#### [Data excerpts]
★ ★ ★ ★ ★

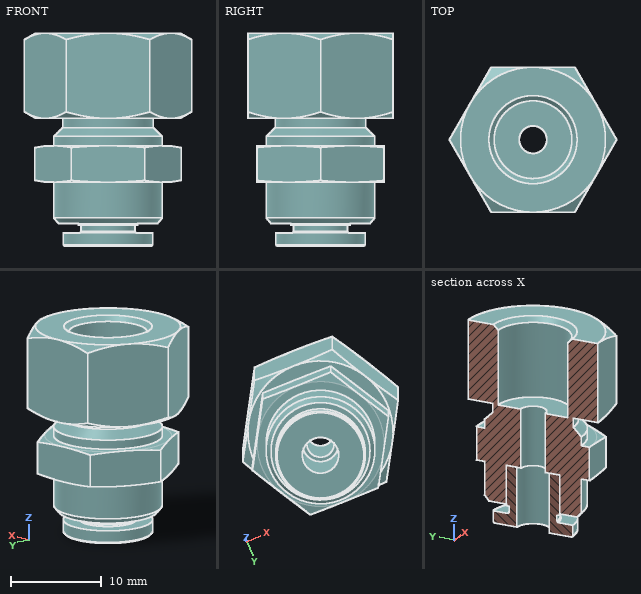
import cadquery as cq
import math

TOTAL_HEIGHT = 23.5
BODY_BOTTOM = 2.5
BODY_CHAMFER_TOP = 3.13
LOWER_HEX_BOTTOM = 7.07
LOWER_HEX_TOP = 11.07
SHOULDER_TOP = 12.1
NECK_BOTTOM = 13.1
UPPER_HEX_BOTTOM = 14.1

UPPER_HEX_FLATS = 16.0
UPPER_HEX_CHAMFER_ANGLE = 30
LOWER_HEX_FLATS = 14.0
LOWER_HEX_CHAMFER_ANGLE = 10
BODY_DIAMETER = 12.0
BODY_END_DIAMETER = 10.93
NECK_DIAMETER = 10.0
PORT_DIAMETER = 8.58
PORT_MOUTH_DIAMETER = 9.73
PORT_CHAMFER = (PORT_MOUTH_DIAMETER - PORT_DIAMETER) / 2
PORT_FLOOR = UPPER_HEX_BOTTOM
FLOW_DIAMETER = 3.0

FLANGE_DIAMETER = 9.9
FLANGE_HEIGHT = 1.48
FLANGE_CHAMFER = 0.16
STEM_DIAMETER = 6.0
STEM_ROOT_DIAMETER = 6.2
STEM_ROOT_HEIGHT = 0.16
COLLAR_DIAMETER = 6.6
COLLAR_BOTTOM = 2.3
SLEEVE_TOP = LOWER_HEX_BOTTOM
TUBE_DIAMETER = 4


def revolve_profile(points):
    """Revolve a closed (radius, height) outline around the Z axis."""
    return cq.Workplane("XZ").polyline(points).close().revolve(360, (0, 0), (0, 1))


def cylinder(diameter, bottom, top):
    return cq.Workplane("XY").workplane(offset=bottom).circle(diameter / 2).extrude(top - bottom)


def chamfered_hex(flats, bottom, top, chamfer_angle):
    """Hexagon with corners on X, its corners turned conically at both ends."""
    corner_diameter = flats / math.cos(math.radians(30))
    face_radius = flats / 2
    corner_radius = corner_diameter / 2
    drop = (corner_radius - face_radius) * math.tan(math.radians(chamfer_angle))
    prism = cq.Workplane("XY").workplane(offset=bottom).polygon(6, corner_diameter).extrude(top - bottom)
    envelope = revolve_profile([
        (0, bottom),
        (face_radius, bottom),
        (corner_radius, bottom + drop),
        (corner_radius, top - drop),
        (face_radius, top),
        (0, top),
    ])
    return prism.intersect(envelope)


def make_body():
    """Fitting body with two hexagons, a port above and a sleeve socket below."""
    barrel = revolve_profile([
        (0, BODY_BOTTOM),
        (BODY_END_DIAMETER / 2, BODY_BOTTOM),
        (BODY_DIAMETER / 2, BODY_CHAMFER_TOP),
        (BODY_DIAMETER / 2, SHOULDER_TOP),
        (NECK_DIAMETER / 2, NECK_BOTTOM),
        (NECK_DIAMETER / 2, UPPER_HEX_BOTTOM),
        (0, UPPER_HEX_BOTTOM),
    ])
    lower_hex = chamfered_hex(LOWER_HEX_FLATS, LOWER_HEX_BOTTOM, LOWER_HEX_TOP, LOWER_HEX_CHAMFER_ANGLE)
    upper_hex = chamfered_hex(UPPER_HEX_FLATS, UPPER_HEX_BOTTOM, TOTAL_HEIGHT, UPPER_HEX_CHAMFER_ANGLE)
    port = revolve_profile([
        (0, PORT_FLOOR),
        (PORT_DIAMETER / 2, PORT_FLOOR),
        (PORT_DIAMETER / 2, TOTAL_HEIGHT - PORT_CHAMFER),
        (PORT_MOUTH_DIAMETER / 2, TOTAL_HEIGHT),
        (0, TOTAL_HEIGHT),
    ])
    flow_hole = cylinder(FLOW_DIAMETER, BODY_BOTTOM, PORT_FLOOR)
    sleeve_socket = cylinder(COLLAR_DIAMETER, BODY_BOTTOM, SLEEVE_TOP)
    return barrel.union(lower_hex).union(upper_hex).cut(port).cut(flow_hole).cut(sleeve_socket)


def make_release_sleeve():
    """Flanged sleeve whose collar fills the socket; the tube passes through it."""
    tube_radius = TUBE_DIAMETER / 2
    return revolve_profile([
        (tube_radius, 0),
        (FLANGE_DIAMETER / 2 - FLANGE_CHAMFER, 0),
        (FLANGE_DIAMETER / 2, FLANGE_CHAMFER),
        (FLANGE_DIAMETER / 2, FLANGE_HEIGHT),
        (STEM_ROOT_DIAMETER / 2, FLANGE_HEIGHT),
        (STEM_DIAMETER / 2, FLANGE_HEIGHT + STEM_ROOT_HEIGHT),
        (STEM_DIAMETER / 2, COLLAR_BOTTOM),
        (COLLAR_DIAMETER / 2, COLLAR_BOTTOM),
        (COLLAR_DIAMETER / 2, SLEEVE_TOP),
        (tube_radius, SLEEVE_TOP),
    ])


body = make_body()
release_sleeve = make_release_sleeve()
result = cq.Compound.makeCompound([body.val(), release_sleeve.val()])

★ ★ ★ ★ ★

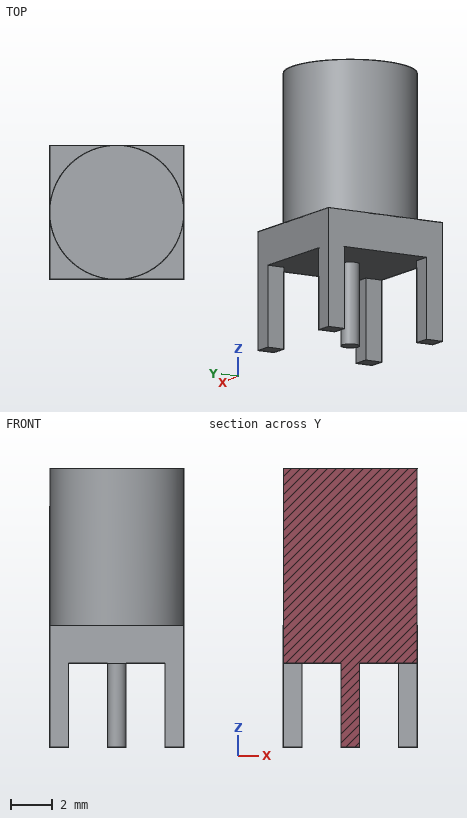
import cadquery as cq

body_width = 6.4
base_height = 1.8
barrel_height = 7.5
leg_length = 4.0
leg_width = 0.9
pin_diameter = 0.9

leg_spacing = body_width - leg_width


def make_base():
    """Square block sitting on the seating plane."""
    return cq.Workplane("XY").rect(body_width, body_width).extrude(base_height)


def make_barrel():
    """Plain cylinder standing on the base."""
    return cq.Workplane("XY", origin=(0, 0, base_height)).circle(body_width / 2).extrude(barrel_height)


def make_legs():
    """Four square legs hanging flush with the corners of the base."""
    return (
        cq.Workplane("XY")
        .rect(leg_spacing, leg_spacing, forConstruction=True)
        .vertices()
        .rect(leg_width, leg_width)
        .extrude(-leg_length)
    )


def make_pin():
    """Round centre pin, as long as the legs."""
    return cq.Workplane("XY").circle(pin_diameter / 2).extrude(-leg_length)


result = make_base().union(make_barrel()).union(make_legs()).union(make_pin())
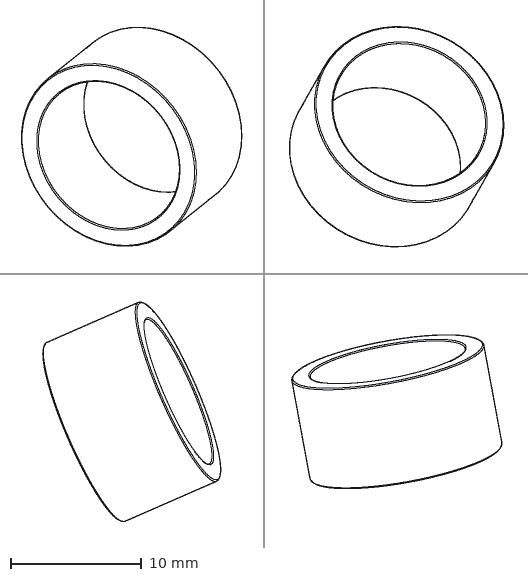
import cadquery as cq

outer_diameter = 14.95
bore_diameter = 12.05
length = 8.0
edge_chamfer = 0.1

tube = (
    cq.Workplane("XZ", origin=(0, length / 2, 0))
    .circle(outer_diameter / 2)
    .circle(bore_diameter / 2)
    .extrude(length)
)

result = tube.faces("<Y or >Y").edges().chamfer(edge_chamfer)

★ ★ ★ ★ ★

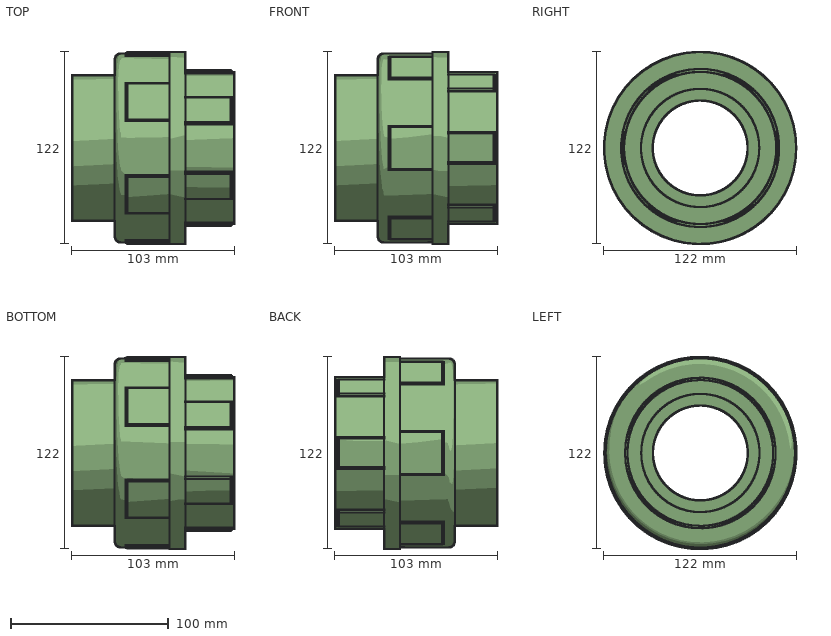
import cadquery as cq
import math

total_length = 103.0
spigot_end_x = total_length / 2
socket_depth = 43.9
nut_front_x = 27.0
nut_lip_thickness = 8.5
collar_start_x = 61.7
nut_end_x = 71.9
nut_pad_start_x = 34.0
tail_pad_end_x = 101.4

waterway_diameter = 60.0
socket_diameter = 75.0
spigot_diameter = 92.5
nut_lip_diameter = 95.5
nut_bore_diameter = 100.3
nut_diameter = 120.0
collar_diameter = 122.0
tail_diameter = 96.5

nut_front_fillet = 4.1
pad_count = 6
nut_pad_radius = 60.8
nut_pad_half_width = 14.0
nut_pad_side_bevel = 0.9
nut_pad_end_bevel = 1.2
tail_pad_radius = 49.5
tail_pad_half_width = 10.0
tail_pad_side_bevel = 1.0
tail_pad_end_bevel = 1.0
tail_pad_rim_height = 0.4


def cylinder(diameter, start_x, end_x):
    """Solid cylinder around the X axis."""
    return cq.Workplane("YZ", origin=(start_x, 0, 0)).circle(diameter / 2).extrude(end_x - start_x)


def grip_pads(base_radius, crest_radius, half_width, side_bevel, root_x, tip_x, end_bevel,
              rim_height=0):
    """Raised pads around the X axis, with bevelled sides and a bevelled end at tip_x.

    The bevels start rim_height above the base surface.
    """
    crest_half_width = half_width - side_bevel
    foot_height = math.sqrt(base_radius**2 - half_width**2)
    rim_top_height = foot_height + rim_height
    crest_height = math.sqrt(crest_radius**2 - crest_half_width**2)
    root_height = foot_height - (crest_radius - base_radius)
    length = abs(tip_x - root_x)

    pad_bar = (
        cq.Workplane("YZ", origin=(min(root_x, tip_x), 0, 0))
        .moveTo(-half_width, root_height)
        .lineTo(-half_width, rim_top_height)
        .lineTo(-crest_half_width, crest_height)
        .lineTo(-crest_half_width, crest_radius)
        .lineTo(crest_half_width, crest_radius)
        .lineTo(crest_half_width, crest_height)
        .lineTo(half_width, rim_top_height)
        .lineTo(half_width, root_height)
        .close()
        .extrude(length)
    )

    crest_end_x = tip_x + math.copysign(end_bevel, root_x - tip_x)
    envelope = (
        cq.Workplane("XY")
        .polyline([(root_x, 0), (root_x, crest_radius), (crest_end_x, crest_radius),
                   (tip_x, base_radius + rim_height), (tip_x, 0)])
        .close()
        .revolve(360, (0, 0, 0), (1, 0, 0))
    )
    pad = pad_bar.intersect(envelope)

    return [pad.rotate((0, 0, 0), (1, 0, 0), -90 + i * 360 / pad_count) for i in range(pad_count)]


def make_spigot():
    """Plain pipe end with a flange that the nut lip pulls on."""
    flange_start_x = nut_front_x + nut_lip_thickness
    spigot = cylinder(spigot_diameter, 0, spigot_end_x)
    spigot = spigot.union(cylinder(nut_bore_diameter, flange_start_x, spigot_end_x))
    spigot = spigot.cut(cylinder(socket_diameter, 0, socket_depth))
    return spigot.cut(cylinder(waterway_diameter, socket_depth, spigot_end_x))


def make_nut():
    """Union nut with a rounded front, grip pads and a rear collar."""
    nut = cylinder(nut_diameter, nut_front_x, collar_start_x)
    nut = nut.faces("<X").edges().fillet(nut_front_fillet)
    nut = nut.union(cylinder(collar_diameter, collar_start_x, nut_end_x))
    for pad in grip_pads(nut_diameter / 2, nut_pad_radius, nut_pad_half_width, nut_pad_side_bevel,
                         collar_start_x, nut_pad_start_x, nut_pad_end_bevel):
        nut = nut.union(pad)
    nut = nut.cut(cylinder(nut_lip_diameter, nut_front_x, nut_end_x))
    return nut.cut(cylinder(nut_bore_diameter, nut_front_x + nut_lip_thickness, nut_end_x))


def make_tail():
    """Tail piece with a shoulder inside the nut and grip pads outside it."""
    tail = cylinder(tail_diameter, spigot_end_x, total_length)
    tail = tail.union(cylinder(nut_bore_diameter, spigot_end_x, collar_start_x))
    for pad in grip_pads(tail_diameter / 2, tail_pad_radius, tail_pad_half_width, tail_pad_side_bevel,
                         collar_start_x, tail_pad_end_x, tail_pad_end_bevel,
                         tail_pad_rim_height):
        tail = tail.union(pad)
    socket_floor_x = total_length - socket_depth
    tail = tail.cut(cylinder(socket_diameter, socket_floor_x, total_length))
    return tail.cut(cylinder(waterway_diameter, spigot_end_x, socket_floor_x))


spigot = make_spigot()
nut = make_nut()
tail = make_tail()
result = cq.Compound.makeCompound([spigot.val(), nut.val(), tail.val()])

★ ★ ★ ★ ★

#### [What the task requires]
Proceeding from the line containing "tail = cylinder(tail_diameter, spigot_end_x, total_length)" through the line containing "for pad in grip_pads(tail_diameter", transcribe the lines above exactly, both end lines included.

#### [Answer below]
    tail = cylinder(tail_diameter, spigot_end_x, total_length)
    tail = tail.union(cylinder(nut_bore_diameter, spigot_end_x, collar_start_x))
    for pad in grip_pads(tail_diameter / 2, tail_pad_radius, tail_pad_half_width, tail_pad_side_bevel,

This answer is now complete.